### Exercise directions:
Each line of the entries that mentions the string "where" needs to be reported.

### Supplied material:
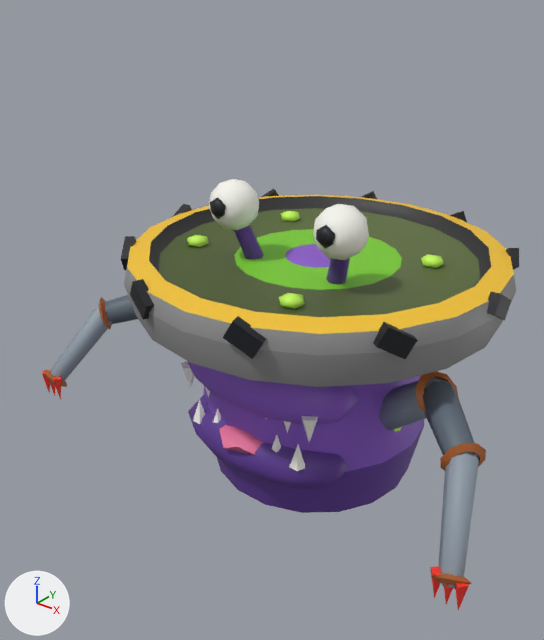
Before and after pictures for a commit that changed the glTF model models/e_boss_mutanten.glb.
Camera for both pictures: a 50 mm lens placed at (4.86, -6.95, 3.75), pointed at (-0.25, -0.56, -0.21). Every picture has the same lights, and +X, +Y and +Z are marked at lower left. The picture after the commit comes second. Both versions are drawn at frame 210 of the action 'hips'; the numbers are the values there.

In view in the first picture: 'basin', 'body', 'eyeballs', 'jaw', 'lip', 'tl0', 'tl1', 'tl2', 'tr1', 'tr2' and 1 more.
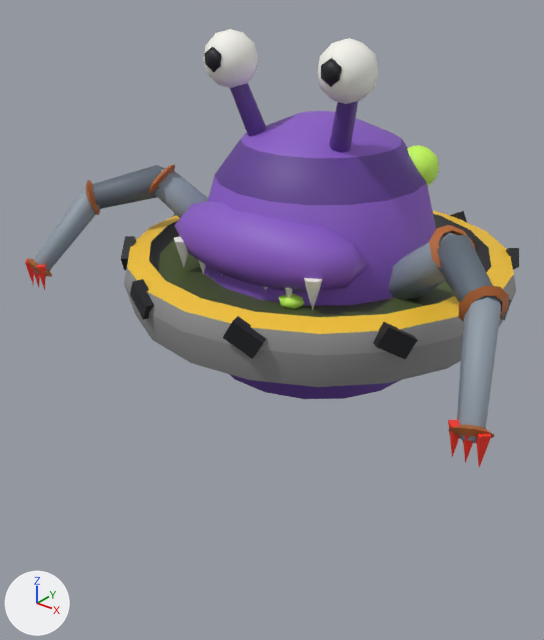
ob_hips is not drawn itself; it is the parent of ob_body.

The change, as a list of edits to the scene's bpy script:
```text
Change ob_hips:
    ob_hips.location: (0.0, 0.0, -2.1) -> (0.0, 0.0, -0.5)
```

What differs and where, as boxes (x1, y1, x2, y2) in the pictures (544 x 640 px):
'body', moved: before (204, 225, 424, 513); after (204, 83, 439, 399)
'lip', moved: before (181, 361, 360, 442); after (174, 201, 368, 310)
'tl2', moved: before (430, 452, 479, 610); after (448, 296, 501, 467)
'eyeballs', moved: before (209, 179, 369, 260); after (203, 29, 378, 104)
'jaw', moved (not visible afterwards): before (188, 395, 350, 490)
'tl1', moved: before (423, 381, 486, 471); after (437, 235, 509, 321)
'tl0', moved: before (379, 371, 459, 430); after (388, 225, 475, 301)
'tr2', moved: before (42, 305, 112, 400); after (25, 189, 100, 290)
'tr1', moved: before (99, 295, 138, 330); after (86, 165, 165, 215)
'tr0', moved (not visible before): after (147, 164, 208, 218)
'pupil', moved: before (210, 197, 335, 249); after (204, 47, 342, 87)
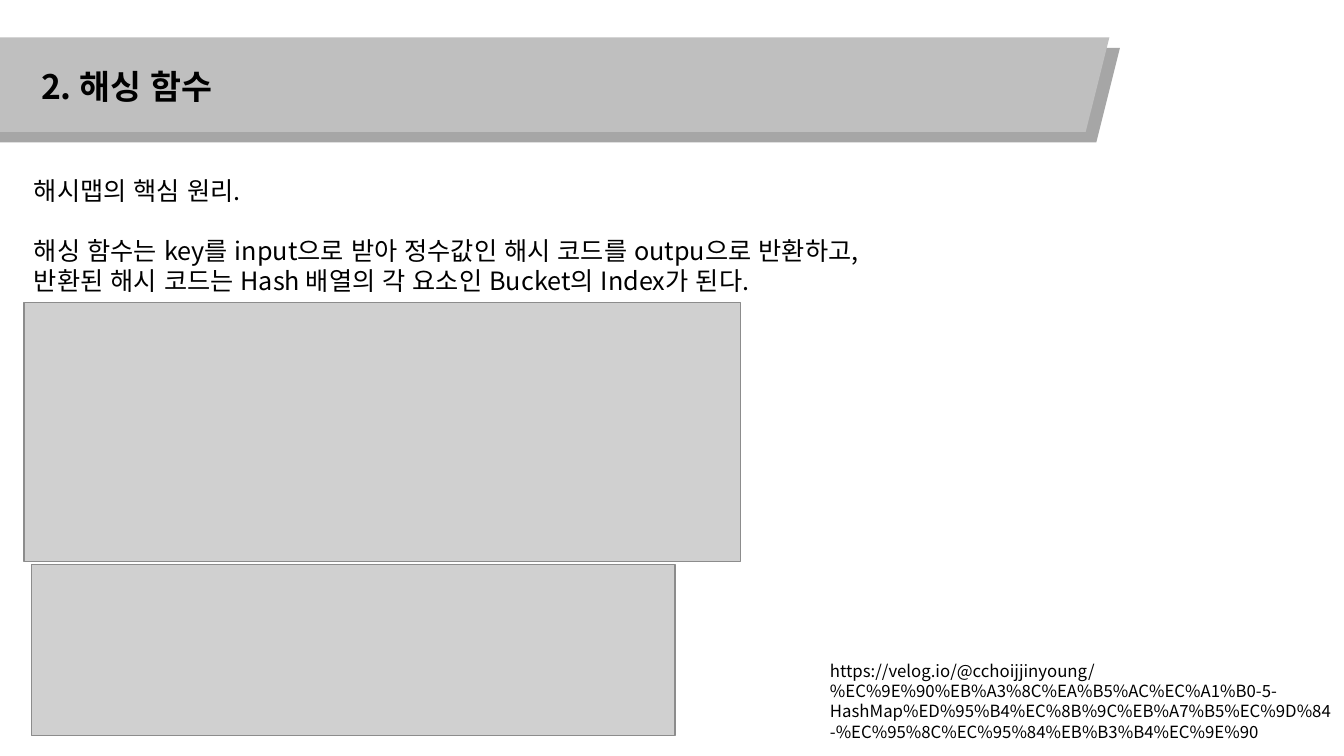
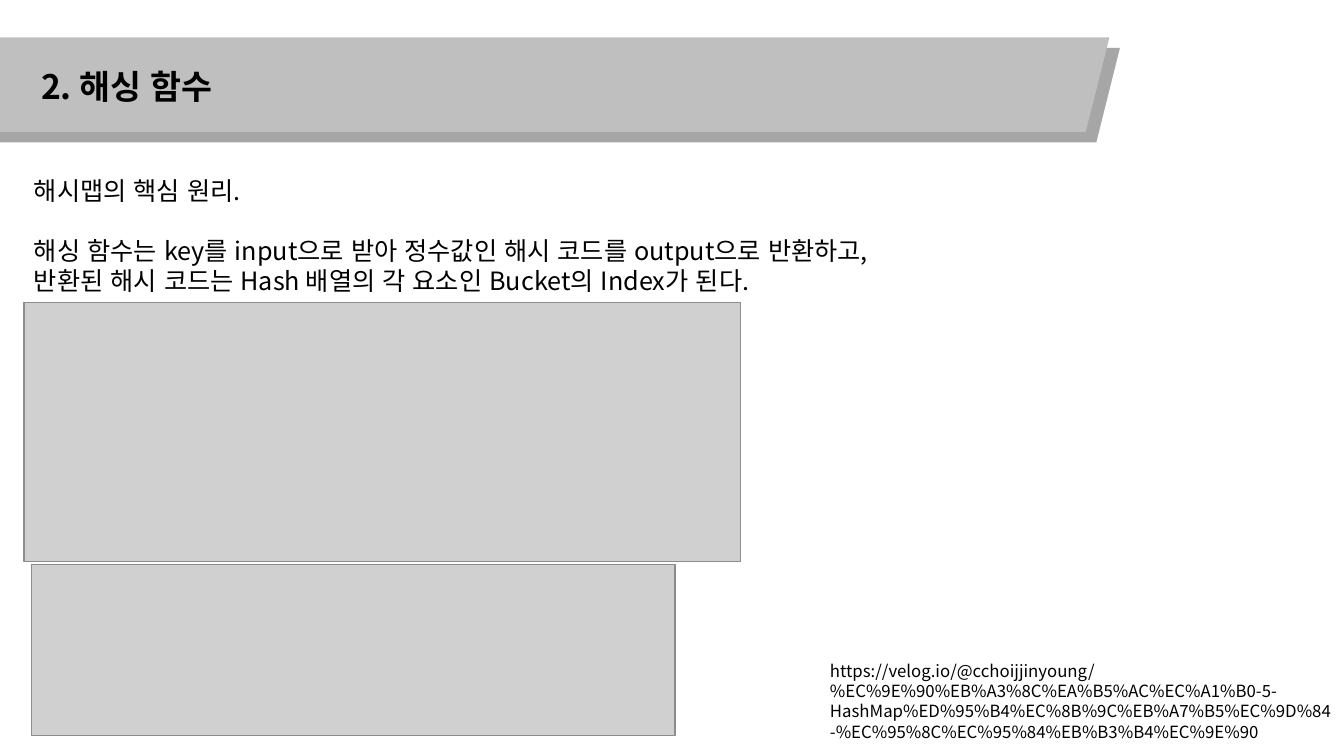
Before and after one commit to algol-master/lecture-notes, a slide deck: slide 4 of 1. 해시맵.pptx. Drawn at 1344x756 pixels with LibreOffice and Linux fonts; fonts in the diff are those of the drawing; grey boxes stand for pictures. Boxes give left, top, right and bottom in pixels: in the first picture for what was removed or moved away, otherwise in the second. Text is boxed around its words. In the diff, an @@ line names an element or a change of style, - is before the commit and + after.

```diff
--- a/1. 해시맵.pptx
+++ b/1. 해시맵.pptx
@@ text at bbox=[34, 239, 868, 266]: text changed @@
-해싱 함수는 key를 input으로 받아 정수값인 해시 코드를 outpu으로 반환하고,
+해싱 함수는 key를 input으로 받아 정수값인 해시 코드를 output으로 반환하고,
```
Also in this commit, not shown: 2 other slides changed, 1 slide removed.
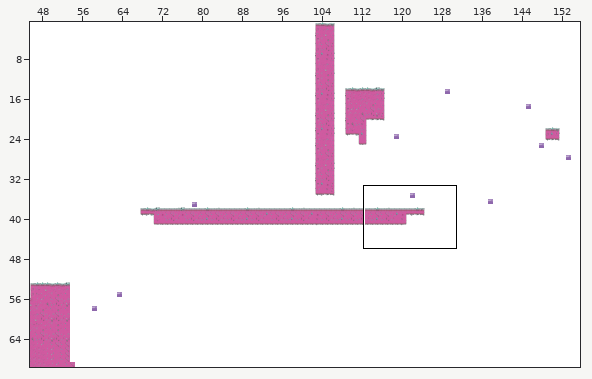
Two versions of a level (Tiled map, res/maps/spacemap_second.tmx). Above: a wide view before the commit, with the close-up outlined.
Close-up. Before the commit:
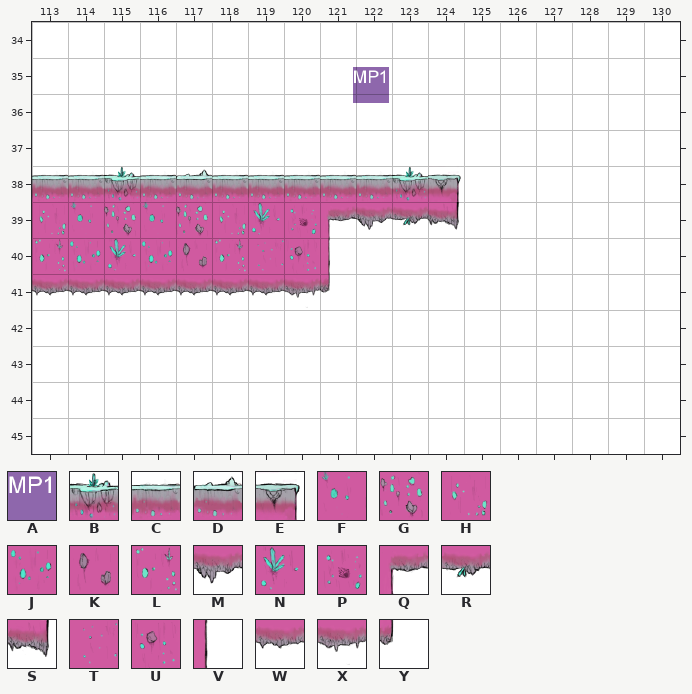
Cells are 64x64 px. Shown: x 113..130, y 34..45. The commit also changed other parts of the map, which this record leaves out.
Key: from "moving_platform": A 0 "bigPlatform"; from "tiledmap_final": B 7, C 55, D 61, E 62, F 108, G 109, H 110, J 133, K 134, L 135, M 155, N 158, P 159, Q 160, R 161, S 162, T 183, U 184, V 185, W 208, X 209, Y 210.
_ is an empty cell.
Objects are placed by their top-left corner, in cells (3,4 is the top-left corner of cell 3,4); size is 1x1 cell unless given.
Layer "Tiles" before, first column x 113:
34 __________________
35 __________________
36 __________________
37 __________________
38 CCBCDCCCCCBE______
39 HFGFGHNPQMRS______
40 LJNJKLTUV_________
41 WWWWWWWXY_________
42 __________________
43 __________________
44 __________________
45 __________________
Objects on layer "Zones" before:
A "rtmp_1" at 121.9,35.2
New version:
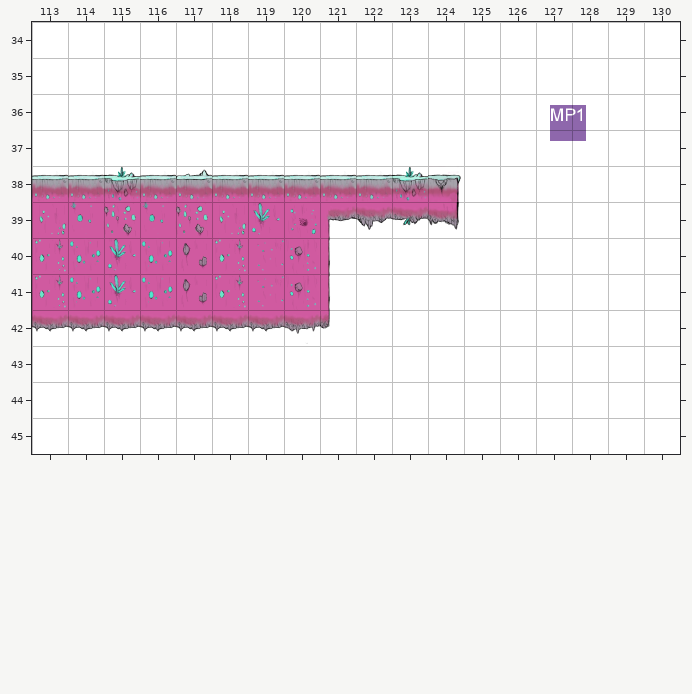
Difference:
{"where": "layer \"Tiles\""}
{"y":41,"x":113,"old":"WWWWWWWXY","new":"LJNJKLTUV"}
{"y":42,"x":113,"old":"_________","new":"WWWWWWWXY"}
{"where": "layer \"Entities\""}
{"now": "A \"ai1\" at 127.4,36.3"}
{"where": "layer \"Zones\""}
{"was": "A \"rtmp_1\" at 121.9,35.2"}
{"label":"removed","picture_box":[353,67,389,103]}
{"label":"added","picture_box":[550,105,586,141]}
{"label":"changed","picture_box":[32,274,330,344]}

### Exercise response:
What differs and where, as boxes (x1, y1, x2, y2) in the pictures (544 x 640 px):
{"where": "layer \"Tiles\""}
{"where": "layer \"Entities\""}
{"where": "layer \"Zones\""}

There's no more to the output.